- Work to be completed:
Check each line of the records below for the string "game", then state how many lines contain it, with no other output.

- Data for the task:
= Beginning of Section =
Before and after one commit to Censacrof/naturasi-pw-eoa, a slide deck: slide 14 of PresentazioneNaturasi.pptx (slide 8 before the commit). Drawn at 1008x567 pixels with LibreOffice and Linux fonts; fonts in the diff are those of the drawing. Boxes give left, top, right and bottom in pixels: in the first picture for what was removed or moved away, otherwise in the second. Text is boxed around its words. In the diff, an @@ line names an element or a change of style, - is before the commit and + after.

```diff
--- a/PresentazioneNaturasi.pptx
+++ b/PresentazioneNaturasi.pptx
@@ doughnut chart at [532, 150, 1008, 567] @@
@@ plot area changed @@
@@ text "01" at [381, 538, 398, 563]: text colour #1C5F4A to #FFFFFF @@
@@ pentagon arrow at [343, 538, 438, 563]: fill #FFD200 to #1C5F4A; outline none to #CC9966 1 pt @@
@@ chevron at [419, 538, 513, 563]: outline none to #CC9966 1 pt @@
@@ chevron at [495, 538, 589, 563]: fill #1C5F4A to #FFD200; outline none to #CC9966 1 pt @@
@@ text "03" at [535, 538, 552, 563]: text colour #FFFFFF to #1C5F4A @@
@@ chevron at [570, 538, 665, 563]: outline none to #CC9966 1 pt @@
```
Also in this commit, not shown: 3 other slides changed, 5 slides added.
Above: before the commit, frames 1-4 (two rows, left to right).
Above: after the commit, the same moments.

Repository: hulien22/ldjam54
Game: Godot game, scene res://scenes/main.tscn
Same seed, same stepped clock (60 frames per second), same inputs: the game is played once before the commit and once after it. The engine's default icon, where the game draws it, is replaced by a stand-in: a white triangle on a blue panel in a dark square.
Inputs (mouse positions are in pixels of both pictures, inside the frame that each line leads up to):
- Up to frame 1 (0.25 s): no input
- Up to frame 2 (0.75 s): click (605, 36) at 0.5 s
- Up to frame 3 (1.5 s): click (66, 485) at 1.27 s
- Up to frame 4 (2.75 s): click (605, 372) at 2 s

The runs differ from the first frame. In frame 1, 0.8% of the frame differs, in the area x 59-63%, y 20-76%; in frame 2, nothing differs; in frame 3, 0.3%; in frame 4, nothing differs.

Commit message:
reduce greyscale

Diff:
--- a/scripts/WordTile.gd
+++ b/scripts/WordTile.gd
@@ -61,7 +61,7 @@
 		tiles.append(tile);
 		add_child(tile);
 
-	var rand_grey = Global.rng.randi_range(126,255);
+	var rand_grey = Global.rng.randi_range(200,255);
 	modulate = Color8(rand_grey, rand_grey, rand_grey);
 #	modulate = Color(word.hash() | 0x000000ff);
= End of Section =
- Result for this exercise:
2